Model saved successfully at C:/Users/WORKSTATIONS/Desktop/BijoyashreeDas/WHISPER/final_model




## Compute WER on Train and Test Sets on saved model after finetuning 

In [203]:
from transformers import WhisperProcessor

# Reload the processor from the base model and save it
processor = WhisperProcessor.from_pretrained("openai/whisper-large")  # Change to your base model
processor.save_pretrained("C:/Users/WORKSTATIONS/Desktop/BijoyashreeDas/WHISPER/final_model")


[]

In [204]:
from transformers import WhisperForConditionalGeneration, WhisperProcessor
from torch.utils.data import DataLoader
import torch
import gc
import numpy as np
from tqdm import tqdm
import evaluate  # ✅ Use `evaluate` instead of `datasets.load_metric`

# Define paths
model_path = "C:/Users/WORKSTATIONS/Desktop/BijoyashreeDas/WHISPER/final_model"

# Load the model
model = WhisperForConditionalGeneration.from_pretrained(model_path).to("cuda")
processor = WhisperProcessor.from_pretrained(model_path)

# Set to eval mode
model.eval()

# Load WER metric
metric = evaluate.load("wer")  # ✅ Correct way to load the WER metric


Using the latest cached version of the module from C:\Users\WORKSTATIONS\.cache\huggingface\modules\evaluate_modules\metrics\evaluate-metric--wer\85bee9e4216a78bb09b2d0d500f6af5c23da58f9210e661add540f5df6630fcd (last modified on Wed Mar 19 12:07:22 2025) since it couldn't be found locally at evaluate-metric--wer, or remotely on the Hugging Face Hub.


In [205]:
def compute_wer(dataset, batch_size=8, max_new_tokens=255):
    """Generates transcriptions and computes WER for the given dataset."""
    dataloader = DataLoader(dataset, batch_size=batch_size, collate_fn=data_collator)
    predictions, references = [], []

    for batch in tqdm(dataloader, desc="Evaluating WER..."):
        with torch.no_grad():
            input_features = batch["input_features"].to("cuda")

            # Generate transcription
            generated_tokens = model.generate(input_features, max_new_tokens=max_new_tokens)

            # Decode predictions and references
            decoded_preds = processor.batch_decode(generated_tokens, skip_special_tokens=True)
            decoded_labels = processor.batch_decode(batch["labels"], skip_special_tokens=True)

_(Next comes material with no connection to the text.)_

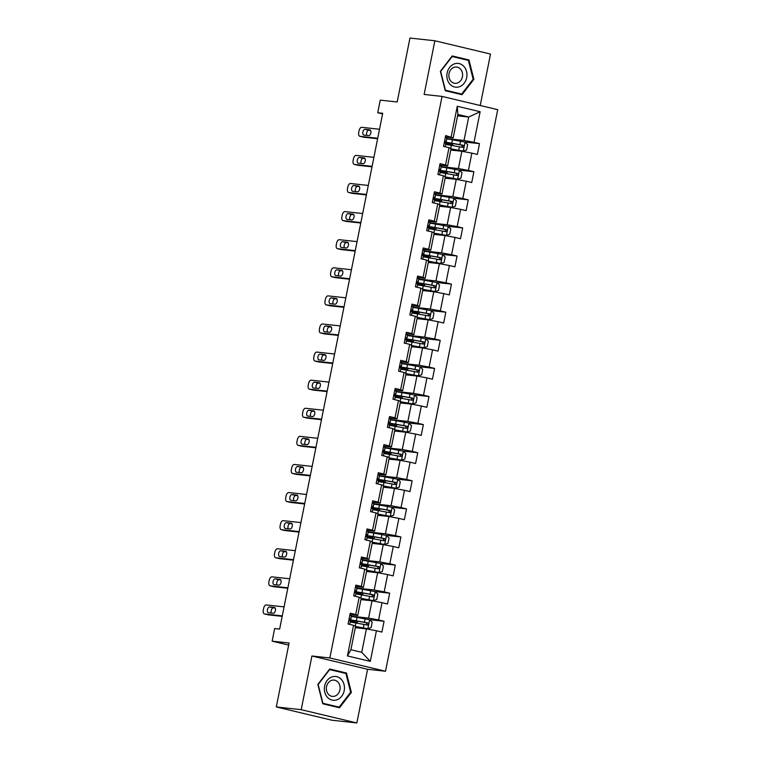 <?xml version="1.0" encoding="UTF-8"?>
<svg xmlns="http://www.w3.org/2000/svg" width="761" height="761" viewBox="0 0 761 761"><rect width="100%" height="100%" fill="white"/><g stroke="black" fill="none" stroke-linecap="round" stroke-linejoin="round"><path stroke-width="1.14" d="M480.229 105.513L490.512 54.05L434.864 40.771L409.96 38.05L397.185 101.984L380.243 100.138L377.732 112.742L382.583 113.903M385.513 671.24L497.723 109.679L442.065 96.409L329.855 657.97L385.513 671.24L367.582 669.28L311.924 656.001L301.204 709.68L356.852 722.95L367.582 669.28M356.852 722.95L331.948 720.229L276.3 706.95L289.075 643.016L272.143 641.162L288.657 645.1M301.204 709.68L276.3 706.95M457.599 115.834L468.7 117.042L457.865 114.464L453.185 137.874L445.67 135.572L443.511 146.378L449 147.682L445.546 164.975L440.048 163.663L437.898 174.469L443.387 175.781L439.925 193.066L434.436 191.762L432.277 202.569L437.765 203.872L434.312 221.166L428.824 219.853L426.664 230.659L432.153 231.972L428.7 249.266L423.211 247.953L421.052 258.759L426.541 260.072L423.087 277.356L417.599 276.043L415.439 286.849L420.928 288.162L417.475 305.456L411.986 304.143L409.827 314.949L415.316 316.262L411.863 333.546L406.364 332.243L404.205 343.049L409.703 344.353L406.241 361.646L400.752 360.334L398.593 371.14L404.081 372.452L400.628 389.746L395.14 388.433L392.98 399.24L398.469 400.552L395.016 417.837L389.527 416.524L387.368 427.33L392.857 428.643L389.404 445.936L383.915 444.624L381.756 455.43L387.244 456.743L383.791 474.027L378.293 472.724L376.134 483.53L381.632 484.833L378.169 502.127L372.681 500.814L370.521 511.62L376.01 512.933L372.557 530.217L367.068 528.914L364.909 539.72L370.398 541.023L366.945 558.317L361.456 557.004L359.297 567.811L364.785 569.123L361.332 586.417L355.844 585.104L353.684 595.911L359.173 597.223L355.72 614.508L350.231 613.204L348.072 624.01L353.561 625.314L347.444 655.934L370.303 661.385L361.741 652.31L366.421 628.9L355.32 627.682M451.159 136.875L457.275 106.264L480.134 111.715L474.017 142.326L479.506 143.639L464.705 142.022M370.303 661.385L376.419 630.774L381.908 632.077L384.067 621.271L378.578 619.968L382.032 602.674L387.52 603.987L389.68 593.18L384.191 591.868L387.653 574.574L393.142 575.887L395.301 565.081L389.813 563.768L393.266 546.484L398.754 547.787L400.914 536.981L395.425 535.677L398.878 518.384L404.367 519.696L406.526 508.89L401.037 507.577L404.491 490.293L409.979 491.596L412.139 480.79L406.65 479.487L410.103 462.193L415.592 463.506L417.751 452.7L412.262 451.387L415.715 434.093L421.214 435.406L423.373 424.6L417.875 423.287L421.337 406.003L426.826 407.306L428.985 396.5L423.497 395.197L426.95 377.903L432.438 379.216L434.598 368.41L429.109 367.097L432.562 349.813L438.051 351.116L440.21 340.31L434.721 339.006L438.174 321.713L443.663 323.025L445.822 312.219L440.334 310.907L443.787 293.613L449.285 294.926L451.444 284.119L445.946 282.807L449.409 265.522L454.897 266.826L457.057 256.019L451.568 254.716L455.021 237.422L460.51 238.735L462.669 227.929L457.18 226.616L460.633 209.332L466.122 210.635L468.281 199.829L462.793 198.526L466.246 181.232L471.734 182.545L473.894 171.739L468.405 170.426L471.858 153.132L477.347 154.445L479.506 143.639M272.143 641.162L274.654 628.557L279.639 629.1L382.707 113.284L377.732 112.742M449 147.682L451.026 148.68L447.573 165.974L439.763 165.118M450.759 150.05L461.86 151.268L458.407 168.552L441.228 166.678M447.573 165.974L445.546 164.975M471.858 153.132L461.86 151.268M468.405 170.426L458.407 168.552M443.387 175.781L445.413 176.78L441.96 194.065L434.151 193.218M445.147 178.15L456.248 179.358L452.795 196.652L435.615 194.768M441.96 194.065L439.925 193.066M466.246 181.232L456.248 179.358M462.793 198.526L452.795 196.652M437.765 203.872L439.801 204.871L436.348 222.164L428.538 221.308M439.525 206.241L450.636 207.458L447.173 224.752L430.003 222.868M436.348 222.164L434.312 221.166M460.633 209.332L450.636 207.458M457.18 226.616L447.173 224.752M432.153 231.972L434.189 232.971L430.736 250.264L422.916 249.408M433.913 234.34L445.014 235.558L441.561 252.842L424.381 250.968M430.736 250.264L428.7 249.266M455.021 237.422L445.014 235.558M451.568 254.716L441.561 252.842M426.541 260.072L428.576 261.071L425.123 278.355L417.304 277.499M428.3 262.431L439.401 263.648L435.948 280.942L418.769 279.059M425.123 278.355L423.087 277.356M449.409 265.522L439.401 263.648M445.946 282.807L435.948 280.942M420.928 288.162L422.964 289.161L419.501 306.455L411.691 305.599M422.688 290.531L433.789 291.748L430.336 309.033L413.156 307.159M419.501 306.455L417.475 305.456M443.787 293.613L433.789 291.748M440.334 310.907L430.336 309.033M415.316 316.262L417.342 317.261L413.889 334.545L406.079 333.699M417.076 318.631L428.177 319.839L424.724 337.133L407.544 335.249M413.889 334.545L411.863 333.546M438.174 321.713L428.177 319.839M434.721 339.006L424.724 337.133M409.703 344.353L411.73 345.351L408.276 362.645L400.467 361.789M411.454 346.721L422.564 347.939L419.102 365.232L401.932 363.349M408.276 362.645L406.241 361.646M432.562 349.813L422.564 347.939M429.109 367.097L419.102 365.232M404.081 372.452L406.117 373.451L402.664 390.745L394.845 389.889M405.841 374.821L416.942 376.039L413.489 393.323L396.31 391.449M402.664 390.745L400.628 389.746M426.95 377.903L416.942 376.039M423.497 395.197L413.489 393.323M398.469 400.552L400.505 401.551L397.052 418.835L389.232 417.979M400.229 402.911L411.33 404.129L407.877 421.423L390.697 419.539M397.052 418.835L395.016 417.837M421.337 406.003L411.33 404.129M417.875 423.287L407.877 421.423M392.857 428.643L394.892 429.642L391.43 446.935L383.62 446.079M394.617 431.011L405.718 432.229L402.265 449.513L385.085 447.639M391.43 446.935L389.404 445.936M415.715 434.093L405.718 432.229M412.262 451.387L402.265 449.513M387.244 456.743L389.271 457.742L385.817 475.026L378.008 474.179M389.004 459.111L400.105 460.319L396.652 477.613L379.473 475.73M385.817 475.026L383.791 474.027M410.103 462.193L400.105 460.319M406.65 479.487L396.652 477.613M381.632 484.833L383.658 485.832L380.205 503.126L372.395 502.27M383.382 487.202L394.493 488.419L391.04 505.704L373.86 503.83M380.205 503.126L378.169 502.127M404.491 490.293L394.493 488.419M401.037 507.577L391.04 505.704M376.01 512.933L378.046 513.932L374.593 531.226L366.783 530.369M377.77 515.302L388.881 516.51L385.418 533.803L368.238 531.929M374.593 531.226L372.557 530.217M398.878 518.384L388.881 516.51M395.425 535.677L385.418 533.803M370.398 541.023L372.433 542.032L368.98 559.316L361.161 558.46M372.158 543.392L383.259 544.61L379.806 561.903L362.626 560.02M368.98 559.316L366.945 558.317M393.266 546.484L383.259 544.61M389.813 563.768L379.806 561.903M364.785 569.123L366.821 570.122L363.358 587.416L355.549 586.56M366.545 571.492L377.646 572.71L374.193 589.994L357.014 588.12M363.358 587.416L361.332 586.417M387.653 574.574L377.646 572.71M384.191 591.868L374.193 589.994M359.173 597.223L361.199 598.222L357.746 615.506L349.936 614.65M360.933 599.592L372.034 600.8L368.581 618.094L351.401 616.21M357.746 615.506L355.72 614.508M382.032 602.674L372.034 600.8M378.578 619.968L368.581 618.094M353.561 625.314L355.587 626.313L350.907 649.732L347.444 655.934M376.419 630.774L366.421 628.9M311.924 656.001L329.855 657.97M434.864 40.771L424.134 94.44L442.065 96.409M350.907 649.732L361.741 652.31M453.185 137.874L445.375 137.018M446.84 138.578L464.02 140.462L468.7 117.042L480.134 111.715M457.865 114.464L457.275 106.264M474.017 142.326L464.02 140.462M384.067 621.271L369.266 619.654M353.894 622.66L354.055 621.861M359.515 594.56L359.668 593.761M389.68 593.18L374.878 591.554M365.128 566.46L365.29 565.67M395.301 565.081L380.49 563.463M370.74 538.369L370.902 537.57M400.914 536.981L386.103 535.363M376.353 510.27L376.514 509.47M406.526 508.89L391.715 507.273M381.965 482.179L382.127 481.38M412.139 480.79L397.337 479.173M387.577 454.079L387.739 453.28M417.751 452.7L402.95 451.073M393.199 425.989L393.351 425.19M423.373 424.6L408.562 422.983M398.812 397.889L398.973 397.09M428.985 396.5L414.174 394.883M404.424 369.789L404.586 368.99M434.598 368.41L419.787 366.792M410.036 341.699L410.198 340.899M440.21 340.31L425.409 338.693M415.649 313.599L415.81 312.8M445.822 312.219L431.021 310.593M421.271 285.508L421.423 284.709M451.444 284.119L436.633 282.502M426.883 257.408L427.045 256.609M457.057 256.019L442.246 254.402M432.495 229.308L432.657 228.509M462.669 227.929L447.858 226.312M438.108 201.218L438.269 200.419M468.281 199.829L453.47 198.212M443.72 173.118L443.882 172.319M473.894 171.739L459.092 170.112M449.342 145.028L449.494 144.229M351.363 692.396L346.464 673.019L329.703 669.014L317.851 684.396L322.75 703.782L339.511 707.778L351.363 692.396L350.602 692.31M452.205 55.953L440.353 71.325L445.261 90.711L462.022 94.706L473.875 79.325L468.966 59.948L452.205 55.953M342.288 672.61L329.351 669.471M342.279 672.562L346.464 673.019M464.79 59.539L451.853 56.409M464.781 59.491L468.966 59.948M473.104 79.239L473.875 79.325M282.283 615.887L264.552 613.956A3.681 1.998 -76.6 0 1 264.419 613.927A3.681 1.998 -76.6 0 1 263.277 610.132L263.639 608.334A3.681 1.998 -76.6 0 1 266.35 604.947L284.081 606.888M268.053 614.783A3.681 1.998 103.4 0 0 268.176 614.821A3.681 1.998 103.4 0 0 268.31 614.85L282.188 616.362M349.86 615.031L351.43 616.077A14.069 0.809 11.3 0 1 351.43 616.087A14.069 0.809 11.3 0 1 351.42 616.087L350.745 619.502L350.783 618.978L349.118 618.769M350.307 621.661A14.069 0.809 11.3 0 1 350.307 621.67L349.699 624.4M268.462 612.719A2.939 1.598 103.4 0 1 268.357 612.7A2.939 1.598 103.4 0 1 267.463 609.571A2.939 1.598 103.4 0 1 269.613 606.964L274.398 607.487A2.939 1.598 103.4 0 1 274.502 607.497A2.939 1.598 103.4 0 1 275.396 610.636A2.939 1.598 103.4 0 1 273.247 613.242L268.462 612.719M348.957 619.54A14.069 0.809 -168.7 0 0 350.745 619.502L351.43 616.087M348.814 620.291L350.345 621.147M271.439 613.052A2.939 1.598 103.4 0 1 271.439 609.742A2.939 1.598 103.4 0 1 273.37 607.858L275.178 608.058M353.275 620.519L353.104 621.385L357.204 622.641L354.493 622.45A1.103 0.599 -76.6 0 0 354.046 622.679M355.53 626.617A11.681 0.666 -168.7 0 1 356.129 626.722L367.753 628.729L371.121 627.644L372.205 622.241L369.551 619.72L357.004 617.409A14.069 0.809 -168.7 0 0 351.335 616.543M367.753 628.729L355.558 626.474M350.222 622.127A14.069 0.809 11.3 0 1 355.891 622.993L367.192 625.019C368.657 624.6 368.8 623.877 367.62 622.859L356.319 620.833A14.069 0.809 -168.7 0 0 348.909 619.806M348.861 620.386A14.069 0.809 -168.7 0 0 351.335 621.128L354.207 621.899M353.104 621.385A11.681 0.666 11.3 0 1 350.307 620.377A11.681 0.666 11.3 0 1 357.242 621.138L366.184 622.707L366.954 624.429M341.318 679.402A11.957 10.026 96.2 0 0 327.106 680.505A11.957 10.026 96.2 0 0 327.496 697.352A11.957 10.026 96.2 0 0 341.708 696.248A11.957 10.026 96.2 0 0 341.318 679.402M337.96 682.103A8.19 6.868 96.2 0 0 334.117 680.106A8.19 6.868 96.2 0 0 327.011 685.024A8.19 6.868 96.2 0 0 328.495 694.393A8.19 6.868 96.2 0 0 332.338 696.382A8.19 6.868 96.2 0 0 339.444 691.473A8.19 6.868 96.2 0 0 337.96 682.103M339.159 707.15L322.921 703.278L318.165 684.5L329.656 669.594L345.894 673.475L350.65 692.253L339.159 707.15L322.75 703.754M447.135 72.97A11.957 10.026 96.2 0 0 454.574 87.011A11.957 10.026 96.2 0 0 466.683 77.641A11.957 10.026 96.2 0 0 459.254 63.601A11.957 10.026 96.2 0 0 447.135 72.97M449.038 73.579A8.19 6.868 96.2 0 0 454.84 83.31A8.19 6.868 96.2 0 0 462.422 76.775A8.19 6.868 96.2 0 0 456.619 67.035A8.19 6.868 96.2 0 0 449.038 73.579M461.67 94.079L445.423 90.207L440.676 71.429L452.158 56.533L468.395 60.404L473.152 79.182L461.67 94.079L445.252 90.683M287.896 587.796L270.165 585.856A3.681 1.998 -76.6 0 1 270.031 585.837A3.681 1.998 -76.6 0 1 268.89 582.032L269.251 580.234A3.681 1.998 -76.6 0 1 271.962 576.848L289.694 578.788M273.665 586.693A3.681 1.998 103.4 0 0 273.789 586.731A3.681 1.998 103.4 0 0 273.922 586.75L287.801 588.272M355.473 586.931L357.042 587.977A14.069 0.809 11.3 0 1 357.042 587.987A14.069 0.809 11.3 0 1 357.042 587.996M355.929 593.561A14.069 0.809 11.3 0 1 355.929 593.57A14.069 0.809 11.3 0 1 355.92 593.58L355.311 596.301M274.074 584.629A2.939 1.598 103.4 0 1 273.97 584.61A2.939 1.598 103.4 0 1 273.075 581.471A2.939 1.598 103.4 0 1 275.225 578.864L280.01 579.387A2.939 1.598 103.4 0 1 280.115 579.406A2.939 1.598 103.4 0 1 281.009 582.536A2.939 1.598 103.4 0 1 278.859 585.152L274.074 584.629M354.569 591.449A14.069 0.809 -168.7 0 0 356.357 591.411A14.069 0.809 -168.7 0 0 356.357 591.402L356.395 590.888L354.731 590.669M354.426 592.201L355.967 593.047M277.052 584.952A2.939 1.598 103.4 0 1 277.052 581.651A2.939 1.598 103.4 0 1 278.992 579.758L280.79 579.958M293.508 559.696L275.777 557.756A3.681 1.998 -76.6 0 1 275.644 557.737A3.681 1.998 -76.6 0 1 274.512 553.941L274.864 552.134A3.681 1.998 -76.6 0 1 277.575 548.757L295.306 550.698M279.277 558.593A3.681 1.998 103.4 0 0 279.411 558.631A3.681 1.998 103.4 0 0 279.544 558.66L293.413 560.172M361.095 558.831L362.655 559.887A14.069 0.809 11.3 0 1 362.655 559.896L361.97 563.311L362.008 562.788L360.343 562.579M361.542 565.471L361.542 565.471A14.069 0.809 11.3 0 1 361.542 565.48L360.933 568.201M279.687 556.529A2.939 1.598 103.4 0 1 279.582 556.51A2.939 1.598 103.4 0 1 278.688 553.38A2.939 1.598 103.4 0 1 280.838 550.764L285.622 551.287A2.939 1.598 103.4 0 1 285.727 551.306A2.939 1.598 103.4 0 1 286.621 554.446A2.939 1.598 103.4 0 1 284.471 557.052L279.687 556.529M360.191 563.349A14.069 0.809 -168.7 0 0 361.97 563.311L362.655 559.887M360.039 564.101L361.58 564.947M282.664 556.852A2.939 1.598 103.4 0 1 282.664 553.551A2.939 1.598 103.4 0 1 284.604 551.668L286.402 551.858M358.888 592.419L358.716 593.295L362.826 594.541L360.115 594.36A1.103 0.599 -76.6 0 0 359.668 594.588M361.142 598.527A11.681 0.666 -168.7 0 1 361.741 598.631L373.366 600.629L376.743 599.544L377.817 594.141L375.173 591.63L362.617 589.309A14.069 0.809 -168.7 0 0 356.947 588.453M373.366 600.629L361.171 598.374M355.834 594.037A14.069 0.809 11.3 0 1 361.504 594.893L372.804 596.928C374.269 596.5 374.412 595.777 373.232 594.769L361.932 592.733A14.069 0.809 -168.7 0 0 354.521 591.716M354.474 592.296A14.069 0.809 -168.7 0 0 356.947 593.028L359.82 593.808M358.716 593.295A11.681 0.666 11.3 0 1 355.92 592.286A11.681 0.666 11.3 0 1 362.854 593.047L371.806 594.607L372.567 596.339M364.509 564.329L364.329 565.195L368.438 566.45L365.727 566.26A1.103 0.599 -76.6 0 0 365.28 566.488M366.754 570.427A11.681 0.666 -168.7 0 1 367.354 570.531L378.988 572.538L382.355 571.454L383.43 566.051L380.785 563.53L368.229 561.218A14.069 0.809 -168.7 0 0 362.559 560.353M378.988 572.538L366.783 570.284M361.446 565.937A14.069 0.809 11.3 0 1 367.116 566.802L378.417 568.828C379.882 568.4 380.024 567.687 378.845 566.669L367.544 564.633A14.069 0.809 -168.7 0 0 360.134 563.616M360.086 564.196A14.069 0.809 -168.7 0 0 362.559 564.938L365.442 565.708M364.329 565.195A11.681 0.666 11.3 0 1 361.532 564.186A11.681 0.666 11.3 0 1 368.476 564.947L377.418 566.507L378.179 568.239M299.121 531.606L281.389 529.666A3.681 1.998 -76.6 0 1 281.256 529.637A3.681 1.998 -76.6 0 1 280.124 525.841L280.486 524.044A3.681 1.998 -76.6 0 1 283.197 520.657L300.918 522.598M284.89 530.493A3.681 1.998 103.4 0 0 285.023 530.541A3.681 1.998 103.4 0 0 285.156 530.56L299.025 532.082M366.707 530.74L368.267 531.787A14.069 0.809 11.3 0 1 368.267 531.796L367.582 535.211A14.069 0.809 -168.7 0 0 367.582 535.211L367.62 534.698L365.955 534.479M367.154 537.371A14.069 0.809 11.3 0 1 367.154 537.38L366.545 540.11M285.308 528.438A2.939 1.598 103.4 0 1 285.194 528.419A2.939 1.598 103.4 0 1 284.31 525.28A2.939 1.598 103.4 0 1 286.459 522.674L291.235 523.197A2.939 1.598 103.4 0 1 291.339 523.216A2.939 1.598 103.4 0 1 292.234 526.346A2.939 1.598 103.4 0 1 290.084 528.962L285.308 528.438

            predictions.extend(decoded_preds)
            references.extend(decoded_labels)

        # Free memory
        del generated_tokens, batch
        gc.collect()

    # Compute WER
    wer = 100 * metric.compute(predictions=predictions, references=references)
    return wer


In [206]:
# Assuming 'common_voice' is your dataset
train_wer = compute_wer(commonvoice_dataset["train"])
test_wer = compute_wer(commonvoice_dataset["test"])

print(f"Train WER: {train_wer:.2f}%")
print(f"Test WER: {test_wer:.2f}%")


Evaluating WER...: 100%|████████████████████████████████████████████████████████████████████████████████████████████████████████████████████████████████████████████████████████████████████████████████| 946/946 [2:27:43<00:00,  9.37s/it]
Evaluating WER...: 100%|████████████████████████████████████████████████████████████████████████████████████████████████████████████████████████████████████████████████████████████████████████████████| 418/418 [1:05:44<00:00,  9.44s/it]


Train WER: 103.68%
Test WER: 104.47%


If your dataset has 7,568 samples, then:

7568/8 = 946 batches

This means your dataset has 946 mini-batches, and each iteration processes one batch.